Prompt:
For the data below, give again exactly the lines from the one containing "var y_first = randi_range(30, GameParameters.WINDOW_HEIGHT-30)" through the one containing "health := $PlatformHealth", both ends included, and no others.

= Beginning of Section =

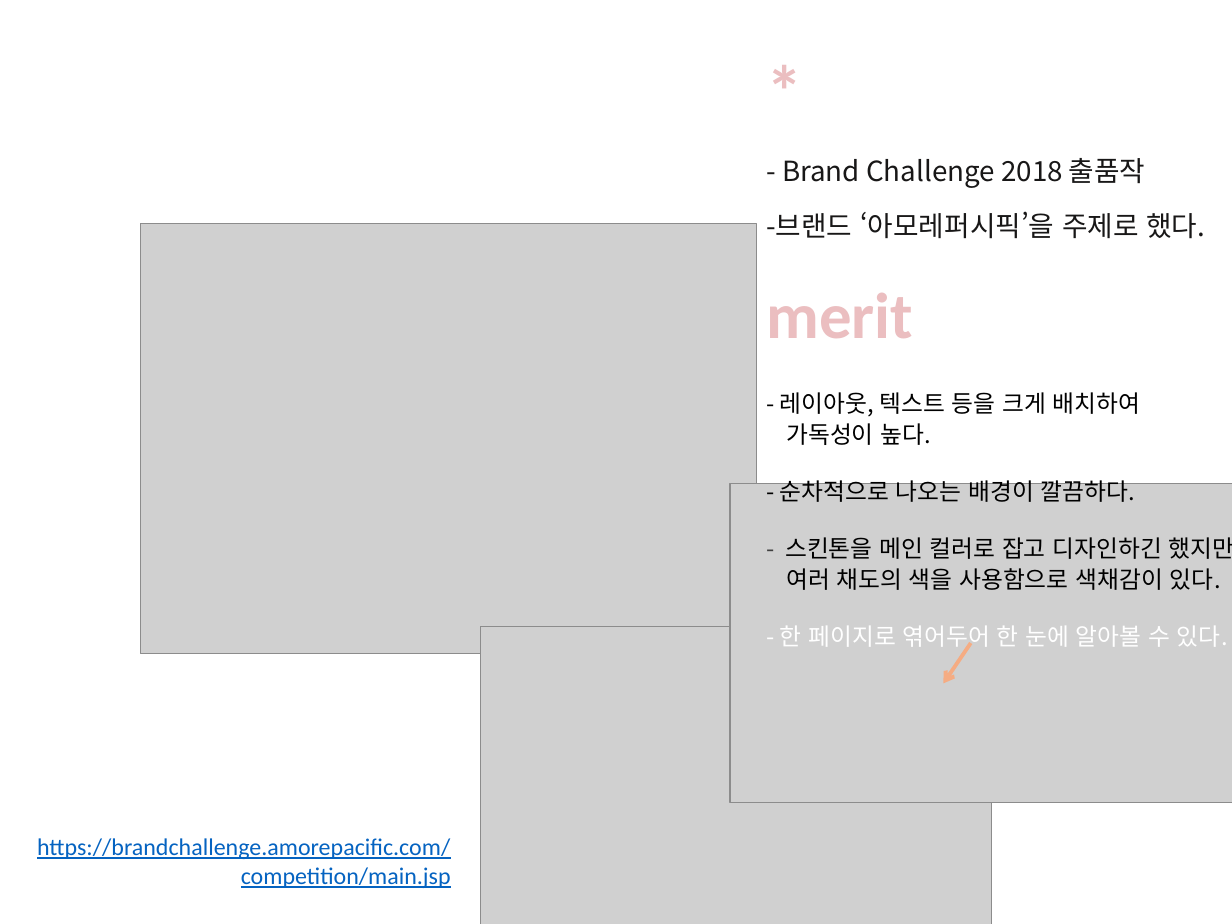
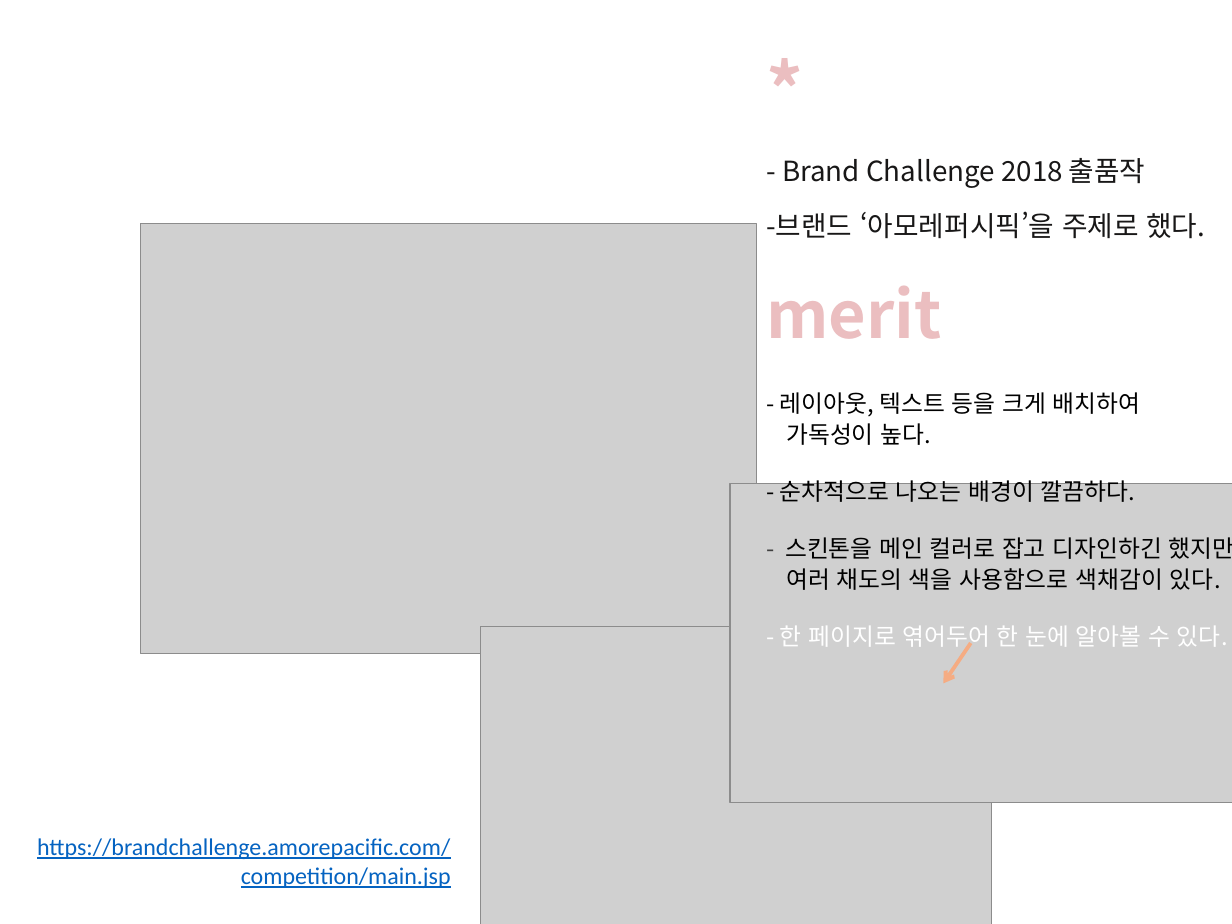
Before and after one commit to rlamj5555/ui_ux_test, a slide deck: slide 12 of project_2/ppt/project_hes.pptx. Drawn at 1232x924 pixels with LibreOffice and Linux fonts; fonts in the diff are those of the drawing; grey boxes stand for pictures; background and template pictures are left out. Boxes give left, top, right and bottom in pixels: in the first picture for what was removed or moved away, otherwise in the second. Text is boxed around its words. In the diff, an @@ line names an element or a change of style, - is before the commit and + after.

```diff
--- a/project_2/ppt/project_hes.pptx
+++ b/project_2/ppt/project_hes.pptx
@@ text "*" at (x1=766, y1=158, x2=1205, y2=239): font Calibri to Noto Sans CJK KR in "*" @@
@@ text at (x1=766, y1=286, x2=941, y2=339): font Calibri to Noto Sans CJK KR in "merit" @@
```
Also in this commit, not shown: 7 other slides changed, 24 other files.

= End of Section =
= Beginning of Section =

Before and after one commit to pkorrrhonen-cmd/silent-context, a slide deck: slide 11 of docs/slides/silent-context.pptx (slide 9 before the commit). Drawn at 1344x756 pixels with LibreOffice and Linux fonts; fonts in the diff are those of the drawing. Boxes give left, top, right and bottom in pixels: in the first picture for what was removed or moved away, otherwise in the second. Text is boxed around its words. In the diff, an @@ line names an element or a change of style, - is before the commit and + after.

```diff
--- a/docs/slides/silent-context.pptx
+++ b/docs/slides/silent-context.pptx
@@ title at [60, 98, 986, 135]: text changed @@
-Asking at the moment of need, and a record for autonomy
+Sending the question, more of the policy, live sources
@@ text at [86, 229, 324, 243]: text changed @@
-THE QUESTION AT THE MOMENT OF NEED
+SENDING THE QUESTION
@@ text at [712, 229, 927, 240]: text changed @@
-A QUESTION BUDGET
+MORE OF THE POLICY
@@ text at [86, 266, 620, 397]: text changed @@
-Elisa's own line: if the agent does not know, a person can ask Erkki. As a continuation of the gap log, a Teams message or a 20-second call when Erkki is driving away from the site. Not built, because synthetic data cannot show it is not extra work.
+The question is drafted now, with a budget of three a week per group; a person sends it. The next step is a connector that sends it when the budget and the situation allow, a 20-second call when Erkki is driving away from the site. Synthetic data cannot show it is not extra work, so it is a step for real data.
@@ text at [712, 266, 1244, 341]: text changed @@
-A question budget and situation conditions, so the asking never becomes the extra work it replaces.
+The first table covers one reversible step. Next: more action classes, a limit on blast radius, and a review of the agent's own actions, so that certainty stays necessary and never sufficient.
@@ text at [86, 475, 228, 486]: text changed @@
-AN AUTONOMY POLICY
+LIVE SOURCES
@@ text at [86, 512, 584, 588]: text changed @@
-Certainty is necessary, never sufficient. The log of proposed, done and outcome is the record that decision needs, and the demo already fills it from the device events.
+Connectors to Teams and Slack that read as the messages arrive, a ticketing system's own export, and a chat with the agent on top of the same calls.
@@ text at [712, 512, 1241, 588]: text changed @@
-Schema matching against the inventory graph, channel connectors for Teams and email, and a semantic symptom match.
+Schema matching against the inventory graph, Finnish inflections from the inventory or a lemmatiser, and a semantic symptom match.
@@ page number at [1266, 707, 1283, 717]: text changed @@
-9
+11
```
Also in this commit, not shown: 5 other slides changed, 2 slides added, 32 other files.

= End of Section =
= Beginning of Section =

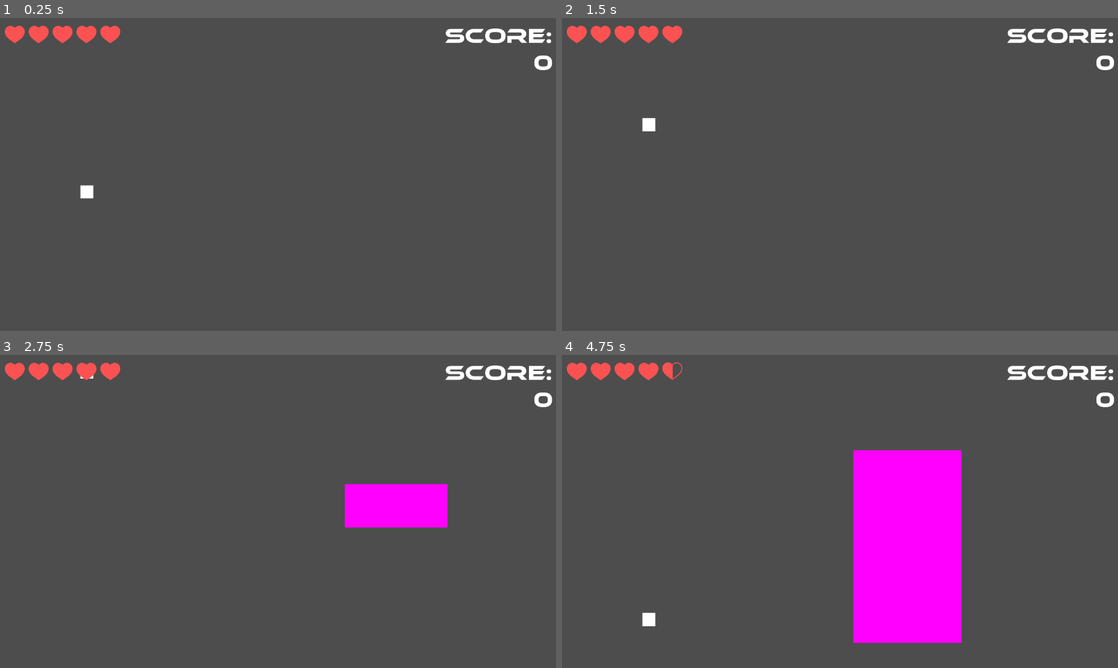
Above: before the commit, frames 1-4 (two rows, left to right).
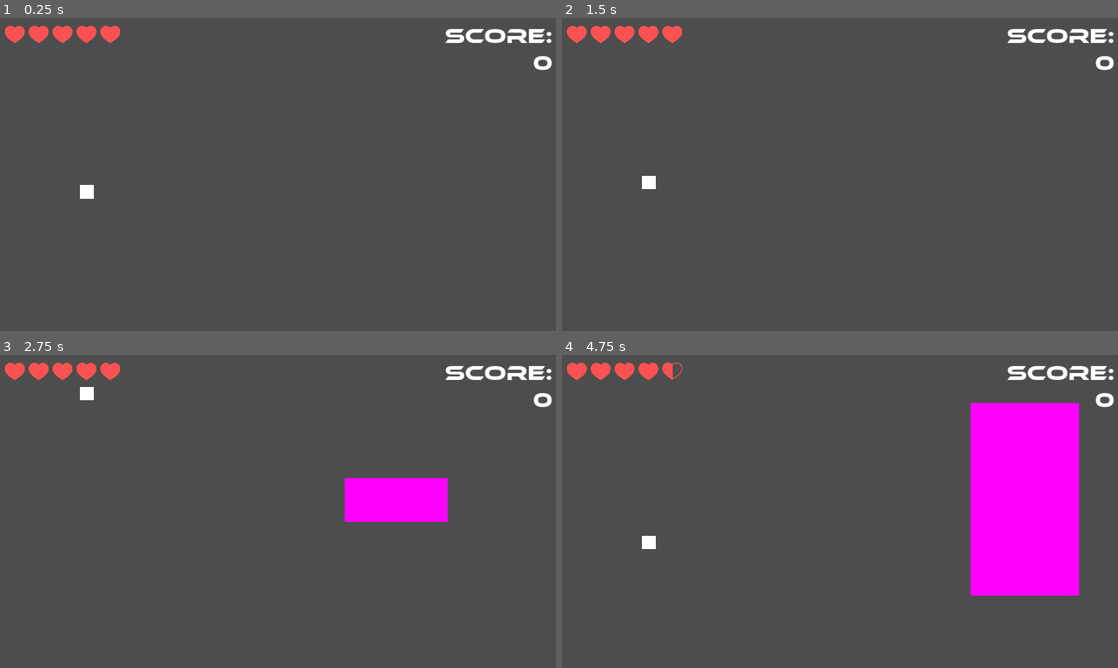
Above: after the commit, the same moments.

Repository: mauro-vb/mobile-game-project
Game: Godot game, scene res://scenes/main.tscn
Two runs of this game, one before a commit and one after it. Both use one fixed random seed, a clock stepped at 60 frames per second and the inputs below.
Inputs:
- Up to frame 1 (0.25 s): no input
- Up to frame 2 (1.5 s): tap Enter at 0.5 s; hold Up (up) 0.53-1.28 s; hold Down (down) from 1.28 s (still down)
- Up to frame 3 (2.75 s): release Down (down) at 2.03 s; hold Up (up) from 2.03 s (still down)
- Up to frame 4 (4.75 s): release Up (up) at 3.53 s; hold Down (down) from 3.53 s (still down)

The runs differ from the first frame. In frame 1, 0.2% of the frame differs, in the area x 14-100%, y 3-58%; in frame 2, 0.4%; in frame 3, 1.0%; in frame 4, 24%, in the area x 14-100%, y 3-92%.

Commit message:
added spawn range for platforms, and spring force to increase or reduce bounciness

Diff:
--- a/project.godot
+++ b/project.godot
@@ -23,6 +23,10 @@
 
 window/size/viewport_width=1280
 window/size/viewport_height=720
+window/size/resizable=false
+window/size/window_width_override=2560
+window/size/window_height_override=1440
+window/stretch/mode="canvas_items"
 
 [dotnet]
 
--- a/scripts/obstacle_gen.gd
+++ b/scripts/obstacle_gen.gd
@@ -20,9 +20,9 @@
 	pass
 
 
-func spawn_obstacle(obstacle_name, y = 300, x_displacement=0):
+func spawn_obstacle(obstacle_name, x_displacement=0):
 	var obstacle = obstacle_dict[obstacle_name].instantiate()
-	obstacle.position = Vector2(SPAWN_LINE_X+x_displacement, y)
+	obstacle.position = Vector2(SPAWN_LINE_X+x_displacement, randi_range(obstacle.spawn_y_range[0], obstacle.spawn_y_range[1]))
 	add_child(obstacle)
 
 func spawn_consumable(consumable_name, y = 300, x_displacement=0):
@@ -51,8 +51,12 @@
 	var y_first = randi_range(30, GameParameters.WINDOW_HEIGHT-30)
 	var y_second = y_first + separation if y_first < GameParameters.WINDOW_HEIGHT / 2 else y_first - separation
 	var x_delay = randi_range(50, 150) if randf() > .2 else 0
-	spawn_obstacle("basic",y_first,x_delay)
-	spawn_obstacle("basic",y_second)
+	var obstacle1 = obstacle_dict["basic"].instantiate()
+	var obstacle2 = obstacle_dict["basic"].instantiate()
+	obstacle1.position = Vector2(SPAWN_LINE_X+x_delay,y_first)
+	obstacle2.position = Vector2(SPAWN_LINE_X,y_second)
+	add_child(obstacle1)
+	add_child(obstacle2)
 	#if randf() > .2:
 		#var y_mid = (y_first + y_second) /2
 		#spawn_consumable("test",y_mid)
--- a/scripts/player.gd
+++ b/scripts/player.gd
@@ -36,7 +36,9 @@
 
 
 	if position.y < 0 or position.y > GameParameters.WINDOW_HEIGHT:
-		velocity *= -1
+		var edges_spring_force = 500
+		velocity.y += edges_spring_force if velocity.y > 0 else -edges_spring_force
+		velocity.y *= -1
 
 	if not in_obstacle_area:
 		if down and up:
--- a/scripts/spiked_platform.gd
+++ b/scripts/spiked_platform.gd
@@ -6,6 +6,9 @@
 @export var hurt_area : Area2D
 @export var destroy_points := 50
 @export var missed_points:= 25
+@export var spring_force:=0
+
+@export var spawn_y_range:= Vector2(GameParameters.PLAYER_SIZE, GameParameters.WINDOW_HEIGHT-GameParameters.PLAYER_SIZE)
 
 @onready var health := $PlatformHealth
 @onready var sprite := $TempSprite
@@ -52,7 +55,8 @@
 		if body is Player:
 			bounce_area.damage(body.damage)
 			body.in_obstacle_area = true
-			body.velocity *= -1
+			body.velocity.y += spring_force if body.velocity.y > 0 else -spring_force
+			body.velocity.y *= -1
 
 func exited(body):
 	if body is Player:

= End of Section =

Response:
 	var y_first = randi_range(30, GameParameters.WINDOW_HEIGHT-30)
 	var y_second = y_first + separation if y_first < GameParameters.WINDOW_HEIGHT / 2 else y_first - separation
 	var x_delay = randi_range(50, 150) if randf() > .2 else 0
-	spawn_obstacle("basic",y_first,x_delay)
-	spawn_obstacle("basic",y_second)
+	var obstacle1 = obstacle_dict["basic"].instantiate()
+	var obstacle2 = obstacle_dict["basic"].instantiate()
+	obstacle1.position = Vector2(SPAWN_LINE_X+x_delay,y_first)
+	obstacle2.position = Vector2(SPAWN_LINE_X,y_second)
+	add_child(obstacle1)
+	add_child(obstacle2)
 	#if randf() > .2:
 		#var y_mid = (y_first + y_second) /2
 		#spawn_consumable("test",y_mid)
--- a/scripts/player.gd
+++ b/scripts/player.gd
@@ -36,7 +36,9 @@
 
 
 	if position.y < 0 or position.y > GameParameters.WINDOW_HEIGHT:
-		velocity *= -1
+		var edges_spring_force = 500
+		velocity.y += edges_spring_force if velocity.y > 0 else -edges_spring_force
+		velocity.y *= -1
 
 	if not in_obstacle_area:
 		if down and up:
--- a/scripts/spiked_platform.gd
+++ b/scripts/spiked_platform.gd
@@ -6,6 +6,9 @@
 @export var hurt_area : Area2D
 @export var destroy_points := 50
 @export var missed_points:= 25
+@export var spring_force:=0
+
+@export var spawn_y_range:= Vector2(GameParameters.PLAYER_SIZE, GameParameters.WINDOW_HEIGHT-GameParameters.PLAYER_SIZE)
 
 @onready var health := $PlatformHealth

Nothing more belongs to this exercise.